# Fish for 10g?



## Moony14 (Aug 20, 2011)

Hi I'm thinking about getting some fish and I was wondering what kind of fish/shrimp etc could I keep in there and how many? Thanks! ;3


----------



## Frostpaw (May 10, 2010)

i assume you mean 10gallon? (45 litres)

OK you could have (around 7-9 of these):
-guppies
-neons
-minnows

You could even go for 1 siamese fighter and say 5-6 neon tetras


OR

- shrimp, most species though try to stick to one to avoid cross breeding
cherry, amano, sunburst are all lovely little things to watch. Red claws are much bigger (about 4 inches) and thoguh agressive with other spiecies, ive found mine to be really friendly to me!
- with shrimp you can also add a few colourful snails too


----------



## Moony14 (Aug 20, 2011)

Frostpaw said:


> i assume you mean 10gallon? (45 litres)
> 
> OK you could have (around 7-9 of these):
> -guppies
> ...


Thanks! yeah I meant 10 gallon. I am thinking of going with a siamese fighter and lots of 'crystal red' shrimp, does that sound good? I can't think of any other fish that would go with siamese fighters without fin nipping and bullying. Also, what are some good filters and heaters? Prefferably one I can get in P @ h or maidenhead aquatics ^-^


----------



## The Hypnotoad (Oct 24, 2011)

Moony14 said:


> Thanks! yeah I meant 10 gallon. I am thinking of going with a siamese fighter and lots of 'crystal red' shrimp, does that sound good? I can't think of any other fish that would go with siamese fighters without fin nipping and bullying. Also, what are some good filters and heaters? Prefferably one I can get in P @ h or maidenhead aquatics ^-^



With the Shrimps I would recommend you put some plants in with them, shrimp love plants and will happily bread under most conditions.

As for the betta (Fighter fish), Tetras would be fine in with them but like to be in groups of 5+ so a group of tetras, a betta and some shrimp will put you at the top limit of what you can have in your tank.

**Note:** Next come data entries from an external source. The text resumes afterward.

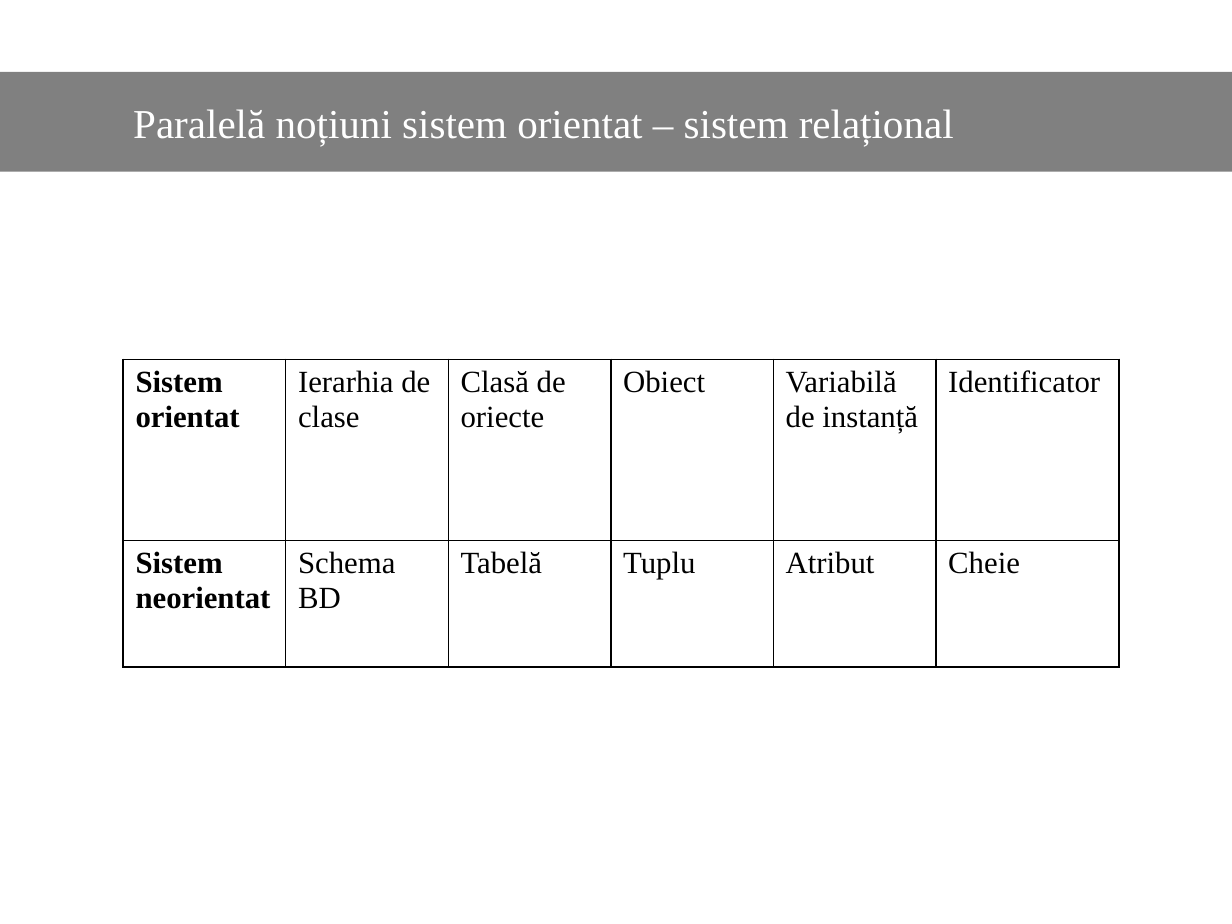
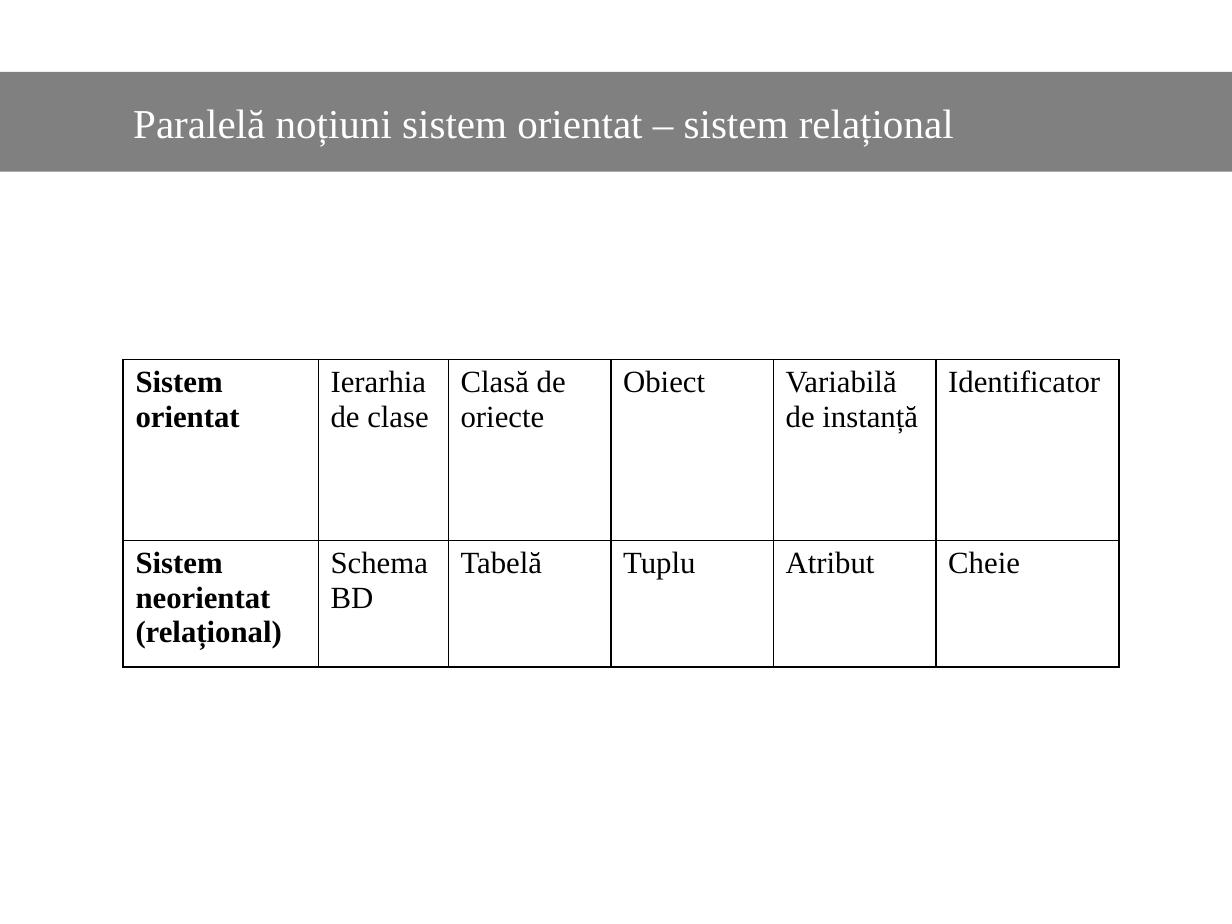
Before and after one commit to Dani25/BDOO, a slide deck: slide 8 of bdoo.pptx. Drawn at 1232x924 pixels with LibreOffice and Linux fonts; fonts in the diff are those of the drawing. Boxes give left, top, right and bottom in pixels: in the first picture for what was removed or moved away, otherwise in the second. Text is boxed around its words. In the diff, an @@ line names an element or a change of style, - is before the commit and + after.

```diff
--- a/bdoo.pptx
+++ b/bdoo.pptx
@@ table at (123, 360, 1120, 668) @@
-row 2, column 1: Sistem neorientat
+row 2, column 1: Sistem / neorientat (relațional)
```
Also in this commit, not shown: 8 other slides changed.

I would recommend going to your nearest maidenhead and having a chat with the people there. Ive not spoken to a person there yet who didnt know what he was talking about and they should do you a deal on a filter and heater. DO NOT GO TO [email protected], words cant describe how much I hate the fish keepers there (the best bit of advice I overheard my local shop say to a customer is "come for new fish on a Tuesday as most of them are either sold or dead by Thursday" :censor and they will only try and sell you what they neeed to be sold.


----------



## Moony14 (Aug 20, 2011)

The Hypnotoad said:


> With the Shrimps I would recommend you put some plants in with them, shrimp love plants and will happily bread under most conditions.
> 
> As for the betta (Fighter fish), Tetras would be fine in with them but like to be in groups of 5+ so a group of tetras, a betta and some shrimp will put you at the top limit of what you can have in your tank.
> 
> ...


Thanks!! I planned on having a planted tank with a nice piece of bogwood as the centre piece. Also, I'm doing my work experience at maidenhead so hopefully they could help me set it up when I'm there!


----------



## The Hypnotoad (Oct 24, 2011)

Moony14 said:


> Thanks!! I planned on having a planted tank with a nice piece of bogwood as the centre piece. Also, I'm doing my work experience at maidenhead so hopefully they could help me set it up when I'm there!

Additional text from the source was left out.